→ **Aim of the exercise**
Leave the pictures out and restate each entry below word for word.

→ **Information**
────────────────────────────────────────
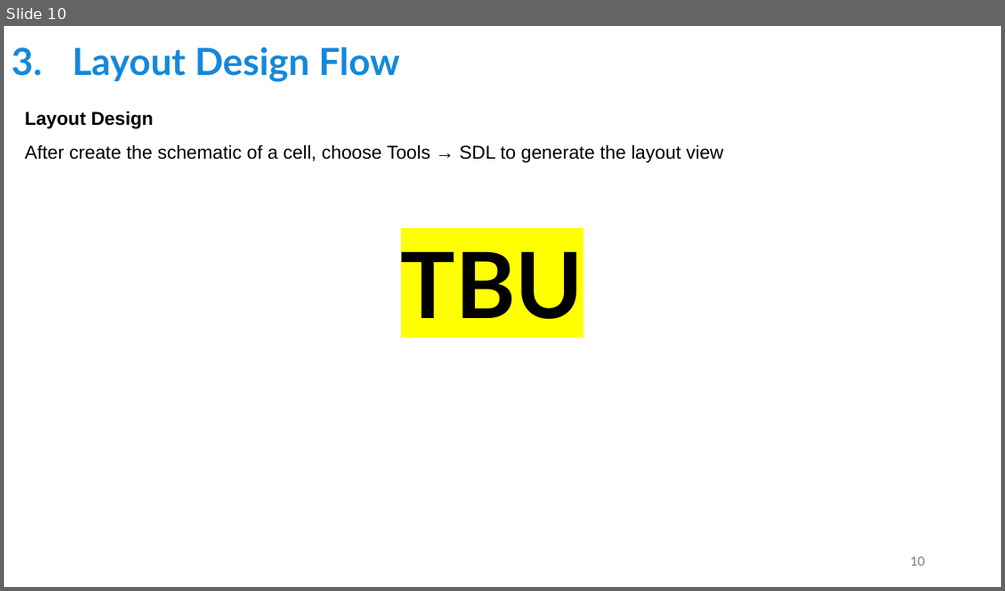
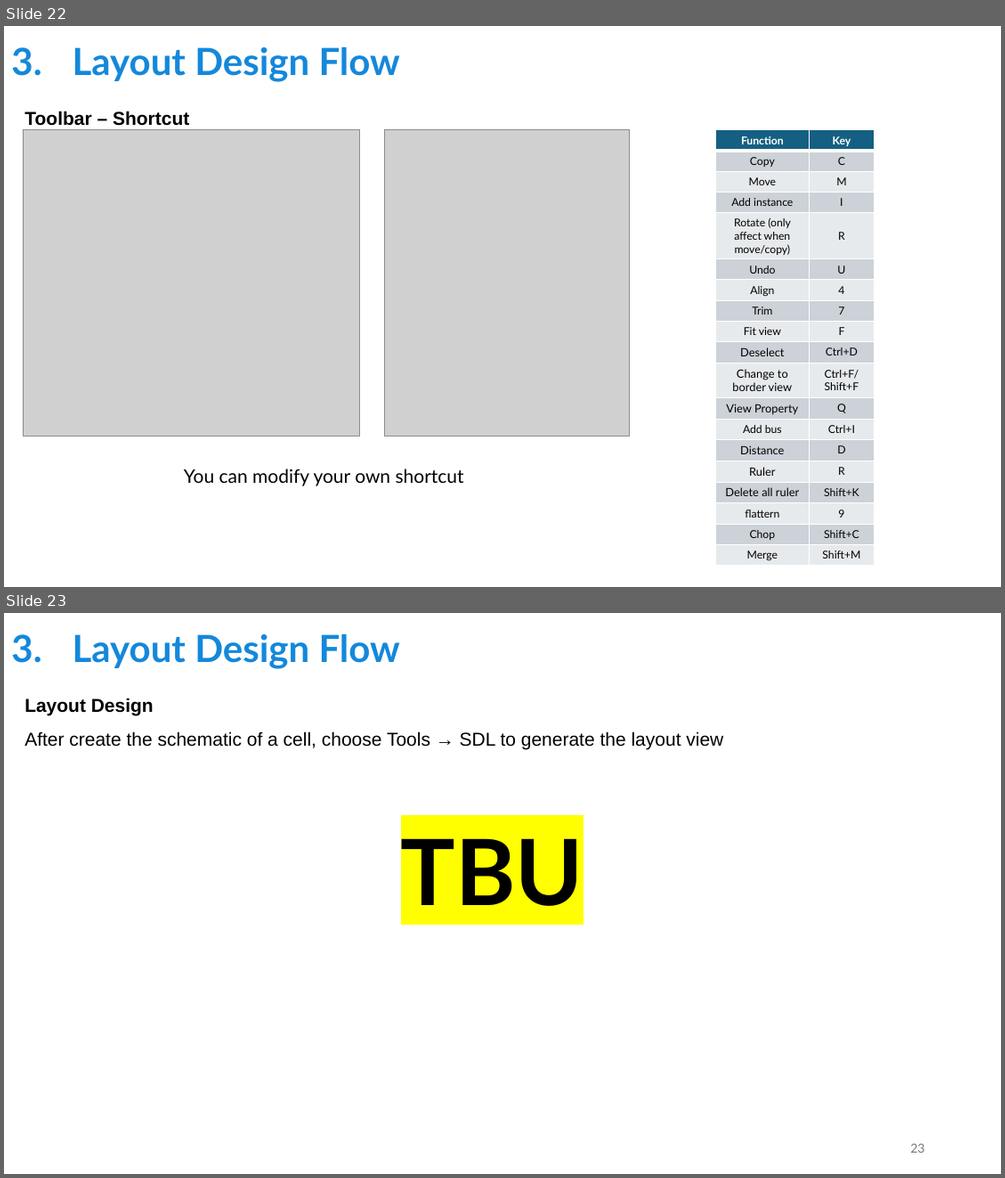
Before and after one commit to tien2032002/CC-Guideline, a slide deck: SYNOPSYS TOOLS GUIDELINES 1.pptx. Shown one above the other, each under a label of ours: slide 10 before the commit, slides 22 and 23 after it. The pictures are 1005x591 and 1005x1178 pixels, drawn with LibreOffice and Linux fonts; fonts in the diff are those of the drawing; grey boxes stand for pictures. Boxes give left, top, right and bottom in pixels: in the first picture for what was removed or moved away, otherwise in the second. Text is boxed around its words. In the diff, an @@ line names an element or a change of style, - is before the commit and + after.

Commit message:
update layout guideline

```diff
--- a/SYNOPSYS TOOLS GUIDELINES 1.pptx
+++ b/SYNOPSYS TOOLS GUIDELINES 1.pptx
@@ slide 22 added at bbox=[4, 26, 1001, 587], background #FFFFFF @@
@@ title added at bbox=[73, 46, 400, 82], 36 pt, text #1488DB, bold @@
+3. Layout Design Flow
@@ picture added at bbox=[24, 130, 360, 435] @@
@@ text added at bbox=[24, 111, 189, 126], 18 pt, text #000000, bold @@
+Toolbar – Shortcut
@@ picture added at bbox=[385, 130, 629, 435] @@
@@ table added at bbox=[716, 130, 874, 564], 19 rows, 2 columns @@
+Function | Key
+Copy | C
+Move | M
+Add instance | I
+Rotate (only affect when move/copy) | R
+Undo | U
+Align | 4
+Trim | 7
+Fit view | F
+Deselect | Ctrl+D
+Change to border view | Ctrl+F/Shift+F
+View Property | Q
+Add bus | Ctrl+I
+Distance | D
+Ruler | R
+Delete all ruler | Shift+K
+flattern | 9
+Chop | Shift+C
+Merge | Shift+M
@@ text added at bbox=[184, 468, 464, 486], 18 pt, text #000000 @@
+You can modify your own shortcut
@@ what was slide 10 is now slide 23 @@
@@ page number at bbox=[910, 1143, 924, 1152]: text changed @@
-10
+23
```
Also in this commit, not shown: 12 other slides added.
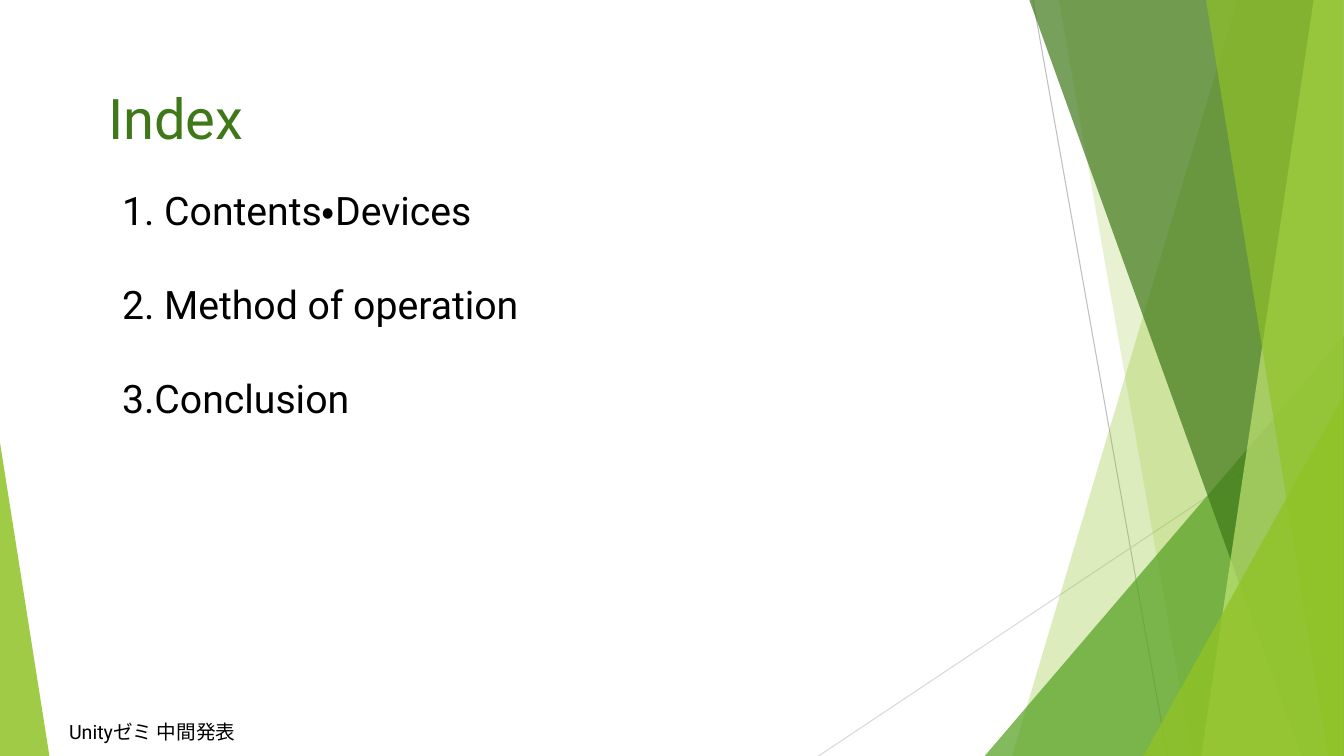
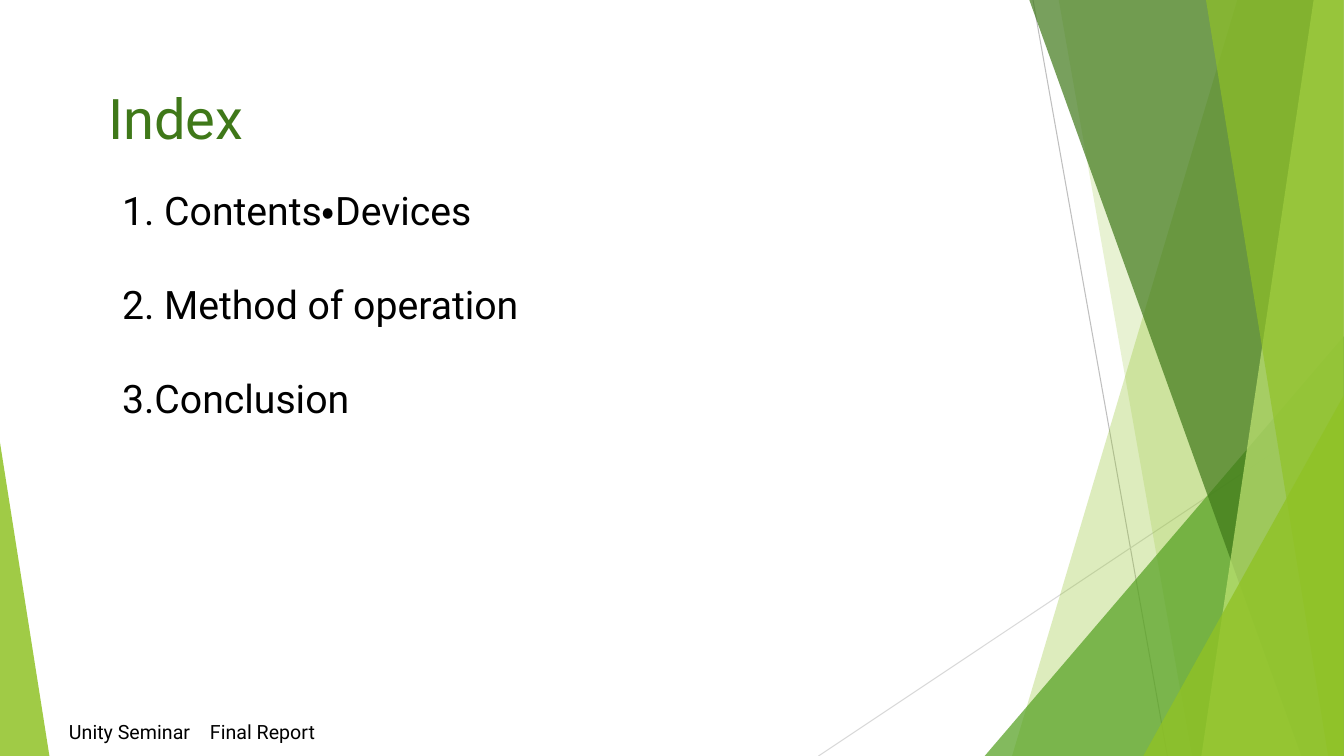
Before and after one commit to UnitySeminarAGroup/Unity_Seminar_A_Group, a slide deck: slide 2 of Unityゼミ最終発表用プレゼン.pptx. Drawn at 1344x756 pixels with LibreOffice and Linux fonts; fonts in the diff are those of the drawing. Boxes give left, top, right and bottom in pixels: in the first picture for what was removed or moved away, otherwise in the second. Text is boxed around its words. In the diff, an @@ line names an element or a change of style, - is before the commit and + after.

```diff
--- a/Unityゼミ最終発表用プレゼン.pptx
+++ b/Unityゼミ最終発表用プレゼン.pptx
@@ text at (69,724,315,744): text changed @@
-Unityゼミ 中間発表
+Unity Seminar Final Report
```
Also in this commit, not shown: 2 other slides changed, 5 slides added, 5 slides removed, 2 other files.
────────────────────────────────────────
→ **Finished task**
Before and after one commit to tien2032002/CC-Guideline, a slide deck: SYNOPSYS TOOLS GUIDELINES 1.pptx. Shown one above the other, each under a label of ours: slide 10 before the commit, slides 22 and 23 after it. The pictures are 1005x591 and 1005x1178 pixels, drawn with LibreOffice and Linux fonts; fonts in the diff are those of the drawing; grey boxes stand for pictures. Boxes give left, top, right and bottom in pixels: in the first picture for what was removed or moved away, otherwise in the second. Text is boxed around its words. In the diff, an @@ line names an element or a change of style, - is before the commit and + after.

Commit message:
update layout guideline

```diff
--- a/SYNOPSYS TOOLS GUIDELINES 1.pptx
+++ b/SYNOPSYS TOOLS GUIDELINES 1.pptx
@@ slide 22 added at bbox=[4, 26, 1001, 587], background #FFFFFF @@
@@ title added at bbox=[73, 46, 400, 82], 36 pt, text #1488DB, bold @@
+3. Layout Design Flow
@@ picture added at bbox=[24, 130, 360, 435] @@
@@ text added at bbox=[24, 111, 189, 126], 18 pt, text #000000, bold @@
+Toolbar – Shortcut
@@ picture added at bbox=[385, 130, 629, 435] @@
@@ table added at bbox=[716, 130, 874, 564], 19 rows, 2 columns @@
+Function | Key
+Copy | C
+Move | M
+Add instance | I
+Rotate (only affect when move/copy) | R
+Undo | U
+Align | 4
+Trim | 7
+Fit view | F
+Deselect | Ctrl+D
+Change to border view | Ctrl+F/Shift+F
+View Property | Q
+Add bus | Ctrl+I
+Distance | D
+Ruler | R
+Delete all ruler | Shift+K
+flattern | 9
+Chop | Shift+C
+Merge | Shift+M
@@ text added at bbox=[184, 468, 464, 486], 18 pt, text #000000 @@
+You can modify your own shortcut
@@ what was slide 10 is now slide 23 @@
@@ page number at bbox=[910, 1143, 924, 1152]: text changed @@
-10
+23
```
Also in this commit, not shown: 12 other slides added.
Before and after one commit to UnitySeminarAGroup/Unity_Seminar_A_Group, a slide deck: slide 2 of Unityゼミ最終発表用プレゼン.pptx. Drawn at 1344x756 pixels with LibreOffice and Linux fonts; fonts in the diff are those of the drawing. Boxes give left, top, right and bottom in pixels: in the first picture for what was removed or moved away, otherwise in the second. Text is boxed around its words. In the diff, an @@ line names an element or a change of style, - is before the commit and + after.

```diff
--- a/Unityゼミ最終発表用プレゼン.pptx
+++ b/Unityゼミ最終発表用プレゼン.pptx
@@ text at (69,724,315,744): text changed @@
-Unityゼミ 中間発表
+Unity Seminar Final Report
```
Also in this commit, not shown: 2 other slides changed, 5 slides added, 5 slides removed, 2 other files.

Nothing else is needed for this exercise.